◆ TASK ITEM: Quote the entries in full, character for character, without their images.

Records drawn from a dataset
Content starts

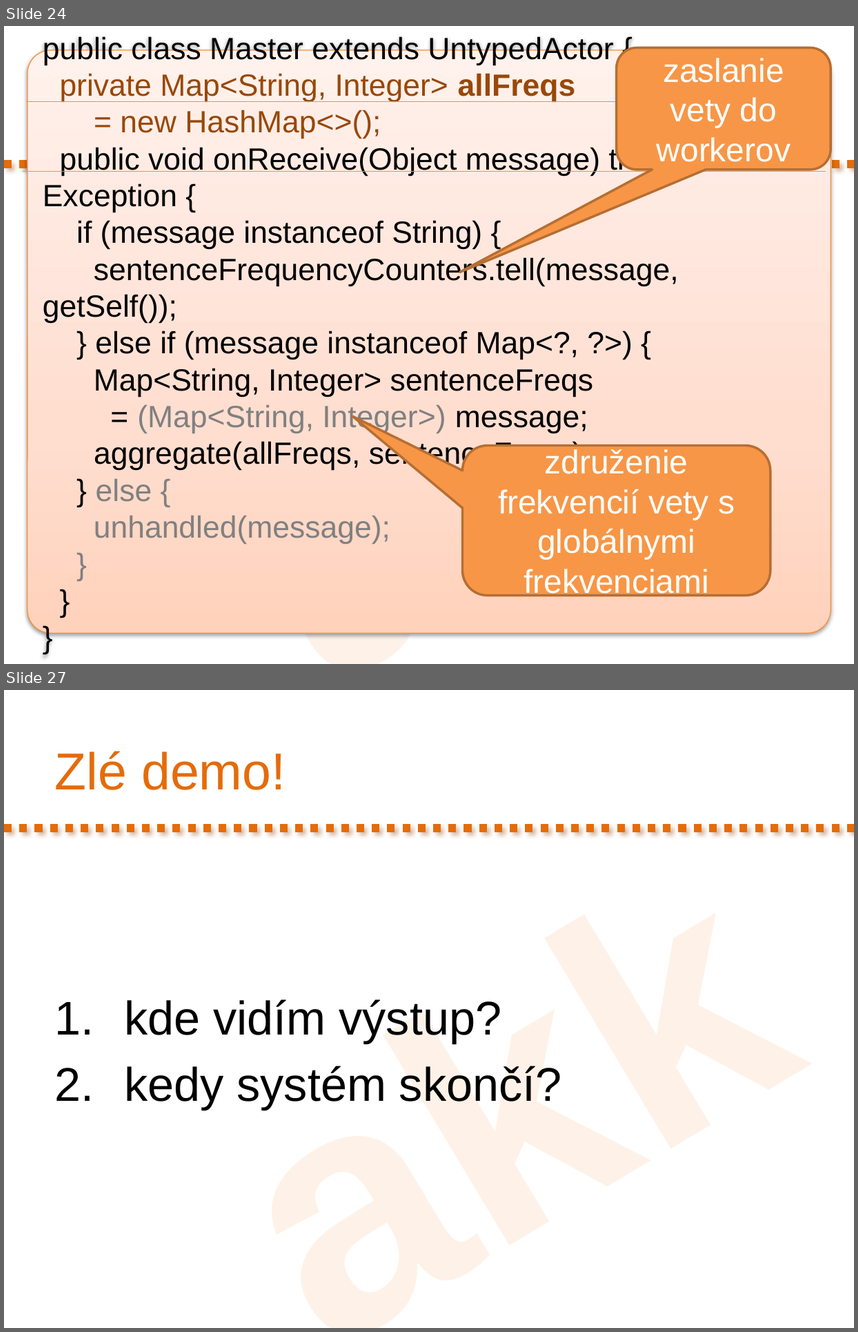
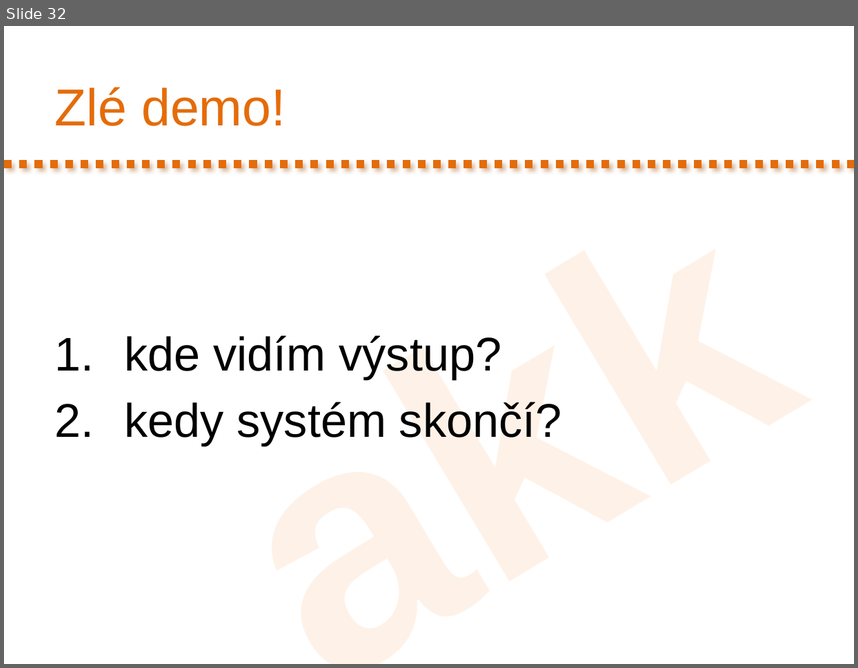
Before and after one commit to novotnyr/kopr-portal, a slide deck: slides/kopr-actors-akka.pptx. Shown one above the other, each under a label of ours: slides 24 and 27 before the commit, slide 32 after it; the slides between them are not shown. The pictures are 858x1332 and 858x668 pixels, drawn with LibreOffice and Linux fonts; fonts in the diff are those of the drawing. Boxes give left, top, right and bottom in pixels: in the first picture for what was removed or moved away, otherwise in the second. Text is boxed around its words. In the diff, an @@ line names an element or a change of style, - is before the commit and + after.

Commit message:
Slajdy prepracovane na receiveBuilder API

```diff
--- a/slides/kopr-actors-akka.pptx
+++ b/slides/kopr-actors-akka.pptx
@@ slide 24 removed at <box>4,26,854,664</box>, background #FFFFFF; not listed: 2 template elements that a slide beside it also shows @@
@@ rounded rectangle removed at <box>27,51,831,633</box> @@
-public class Master extends UntypedActor {
-private Map<String, Integer> allFreqs
-= new HashMap<>();
-public void onReceive(Object message) throws Exception {
-if (message instanceof String) {
-sentenceFrequencyCounters.tell(message, getSelf());
-} else if (message instanceof Map<?, ?>) {
-Map<String, Integer> sentenceFreqs
-= (Map<String, Integer>) message;
-aggregate(allFreqs, sentenceFreqs);
-} else {
-unhandled(message);
-}
-}
-}
@@ rounded speech box removed at <box>616,48,831,170</box> @@
-zaslanie vety do workerov
@@ line removed from (26, 102) to (829, 102) @@
@@ line removed from (23, 172) to (826, 172) @@
@@ rounded speech box removed at <box>462,445,770,595</box> @@
-združenie frekvencií vety s globálnymi frekvenciami
@@ what was slide 27 is now slide 32 @@
```
Also in this commit, not shown: 11 slides changed, 8 slides added, 9 other slides removed, 1 other file.
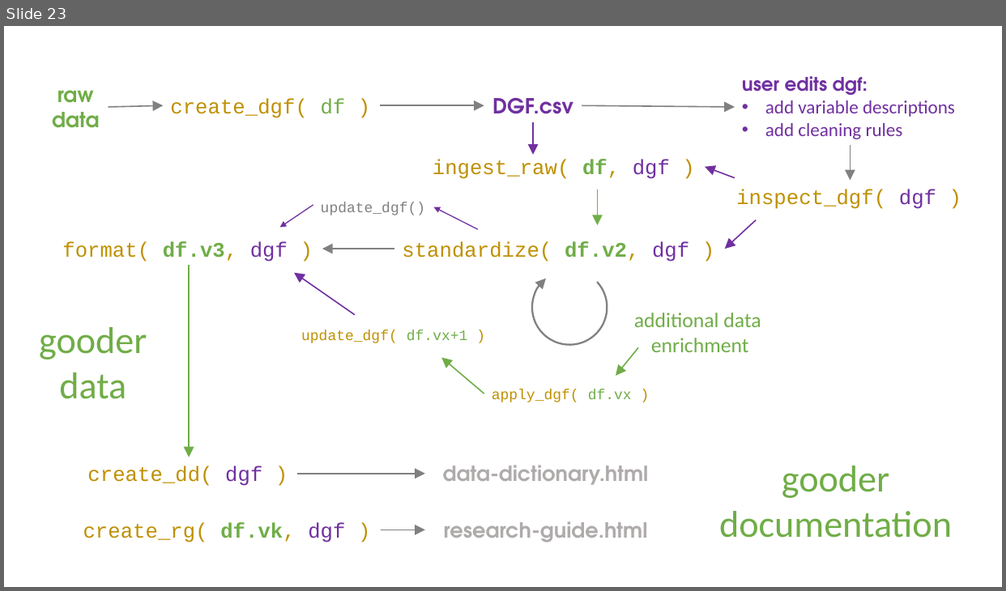
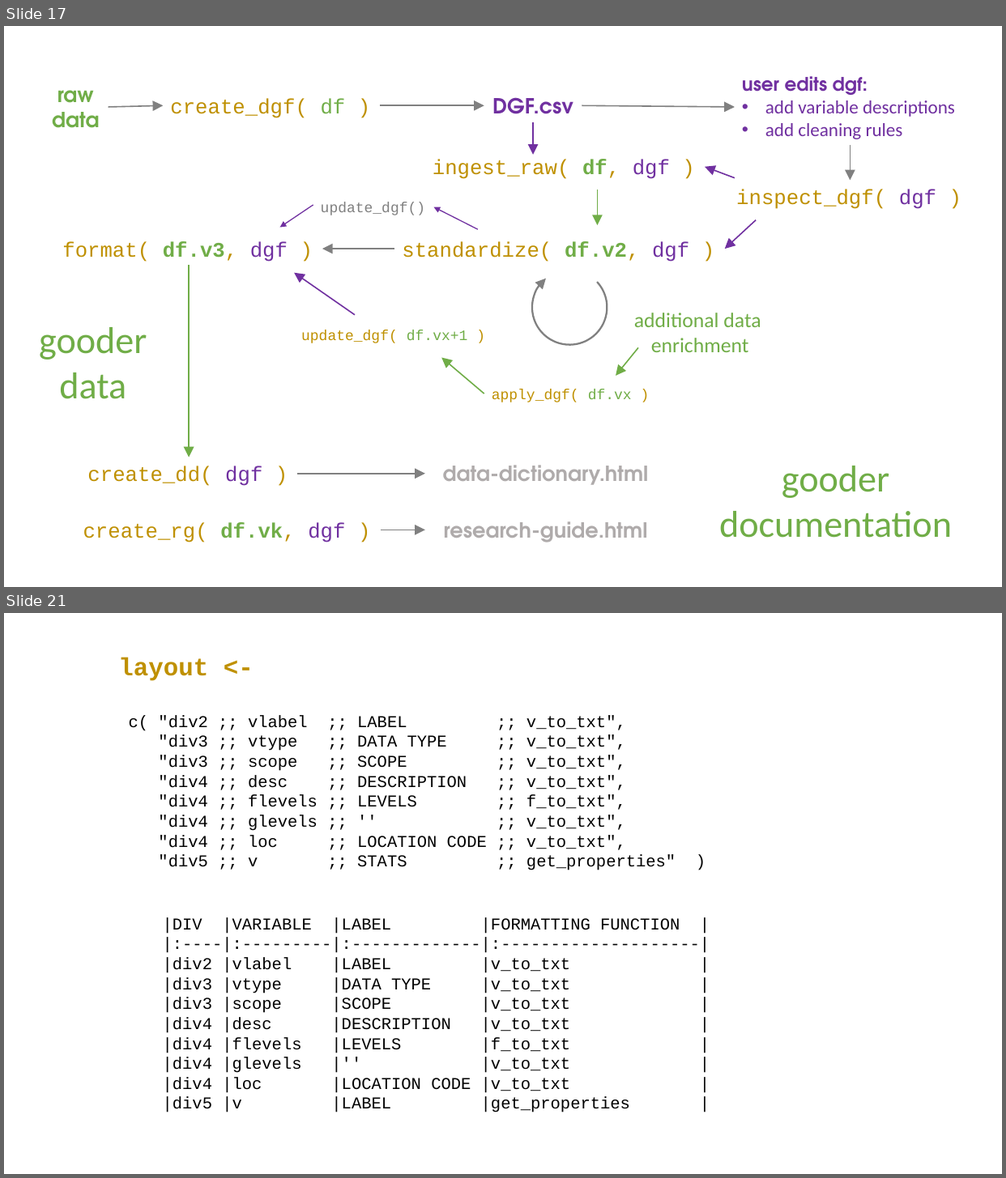
Before and after one commit to UrbanInstitute/datagoodr, a slide deck: pptx/LAYOUTS.pptx. Shown one above the other, each under a label of ours: slide 23 before the commit, slides 17 and 21 after it; the slides between them are not shown. The pictures are 1006x591 and 1006x1178 pixels, drawn with LibreOffice and Linux fonts; fonts in the diff are those of the drawing. Boxes give left, top, right and bottom in pixels: in the first picture for what was removed or moved away, otherwise in the second. Text is boxed around its words. In the diff, an @@ line names an element or a change of style, - is before the commit and + after.

```diff
--- a/pptx/LAYOUTS.pptx
+++ b/pptx/LAYOUTS.pptx
@@ slide 21 added at bbox=[4, 613, 1002, 1174], background #FFFFFF @@
@@ text added at bbox=[118, 658, 675, 871], 16 pt, text #000000 @@
+layout <-
+c( "div2 ;; vlabel ;; LABEL ;; v_to_txt",
+"div3 ;; vtype ;; DATA TYPE ;; v_to_txt",
+"div3 ;; scope ;; SCOPE ;; v_to_txt",
+"div4 ;; desc ;; DESCRIPTION ;; v_to_txt",
+"div4 ;; flevels ;; LEVELS ;; f_to_txt",
+"div4 ;; glevels ;; '' ;; v_to_txt",
+"div4 ;; loc ;; LOCATION CODE ;; v_to_txt",
+"div5 ;; v ;; STATS ;; get_properties" )
@@ text added at bbox=[163, 918, 680, 1113], 16 pt, text #000000 @@
+|DIV |VARIABLE |LABEL |FORMATTING FUNCTION |
+|:----|:---------|:-------------|:--------------------|
+|div2 |vlabel |LABEL |v_to_txt |
+|div3 |vtype |DATA TYPE |v_to_txt |
+|div3 |scope |SCOPE |v_to_txt |
+|div4 |desc |DESCRIPTION |v_to_txt |
+|div4 |flevels |LEVELS |f_to_txt |
+|div4 |glevels |'' |v_to_txt |
+|div4 |loc |LOCATION CODE |v_to_txt |
+|div5 |v |LABEL |get_properties |
@@ what was slide 23 is now slide 17 @@
```
Also in this commit, not shown: 7 slides changed, 7 other slides added, 2 slides removed, 27 other files.

Content ends

◆ RESPONSE:
Before and after one commit to novotnyr/kopr-portal, a slide deck: slides/kopr-actors-akka.pptx. Shown one above the other, each under a label of ours: slides 24 and 27 before the commit, slide 32 after it; the slides between them are not shown. The pictures are 858x1332 and 858x668 pixels, drawn with LibreOffice and Linux fonts; fonts in the diff are those of the drawing. Boxes give left, top, right and bottom in pixels: in the first picture for what was removed or moved away, otherwise in the second. Text is boxed around its words. In the diff, an @@ line names an element or a change of style, - is before the commit and + after.

Commit message:
Slajdy prepracovane na receiveBuilder API

```diff
--- a/slides/kopr-actors-akka.pptx
+++ b/slides/kopr-actors-akka.pptx
@@ slide 24 removed at <box>4,26,854,664</box>, background #FFFFFF; not listed: 2 template elements that a slide beside it also shows @@
@@ rounded rectangle removed at <box>27,51,831,633</box> @@
-public class Master extends UntypedActor {
-private Map<String, Integer> allFreqs
-= new HashMap<>();
-public void onReceive(Object message) throws Exception {
-if (message instanceof String) {
-sentenceFrequencyCounters.tell(message, getSelf());
-} else if (message instanceof Map<?, ?>) {
-Map<String, Integer> sentenceFreqs
-= (Map<String, Integer>) message;
-aggregate(allFreqs, sentenceFreqs);
-} else {
-unhandled(message);
-}
-}
-}
@@ rounded speech box removed at <box>616,48,831,170</box> @@
-zaslanie vety do workerov
@@ line removed from (26, 102) to (829, 102) @@
@@ line removed from (23, 172) to (826, 172) @@
@@ rounded speech box removed at <box>462,445,770,595</box> @@
-združenie frekvencií vety s globálnymi frekvenciami
@@ what was slide 27 is now slide 32 @@
```
Also in this commit, not shown: 11 slides changed, 8 slides added, 9 other slides removed, 1 other file.
Before and after one commit to UrbanInstitute/datagoodr, a slide deck: pptx/LAYOUTS.pptx. Shown one above the other, each under a label of ours: slide 23 before the commit, slides 17 and 21 after it; the slides between them are not shown. The pictures are 1006x591 and 1006x1178 pixels, drawn with LibreOffice and Linux fonts; fonts in the diff are those of the drawing. Boxes give left, top, right and bottom in pixels: in the first picture for what was removed or moved away, otherwise in the second. Text is boxed around its words. In the diff, an @@ line names an element or a change of style, - is before the commit and + after.

```diff
--- a/pptx/LAYOUTS.pptx
+++ b/pptx/LAYOUTS.pptx
@@ slide 21 added at bbox=[4, 613, 1002, 1174], background #FFFFFF @@
@@ text added at bbox=[118, 658, 675, 871], 16 pt, text #000000 @@
+layout <-
+c( "div2 ;; vlabel ;; LABEL ;; v_to_txt",
+"div3 ;; vtype ;; DATA TYPE ;; v_to_txt",
+"div3 ;; scope ;; SCOPE ;; v_to_txt",
+"div4 ;; desc ;; DESCRIPTION ;; v_to_txt",
+"div4 ;; flevels ;; LEVELS ;; f_to_txt",
+"div4 ;; glevels ;; '' ;; v_to_txt",
+"div4 ;; loc ;; LOCATION CODE ;; v_to_txt",
+"div5 ;; v ;; STATS ;; get_properties" )
@@ text added at bbox=[163, 918, 680, 1113], 16 pt, text #000000 @@
+|DIV |VARIABLE |LABEL |FORMATTING FUNCTION |
+|:----|:---------|:-------------|:--------------------|
+|div2 |vlabel |LABEL |v_to_txt |
+|div3 |vtype |DATA TYPE |v_to_txt |
+|div3 |scope |SCOPE |v_to_txt |
+|div4 |desc |DESCRIPTION |v_to_txt |
+|div4 |flevels |LEVELS |f_to_txt |
+|div4 |glevels |'' |v_to_txt |
+|div4 |loc |LOCATION CODE |v_to_txt |
+|div5 |v |LABEL |get_properties |
@@ what was slide 23 is now slide 17 @@
```
Also in this commit, not shown: 7 slides changed, 7 other slides added, 2 slides removed, 27 other files.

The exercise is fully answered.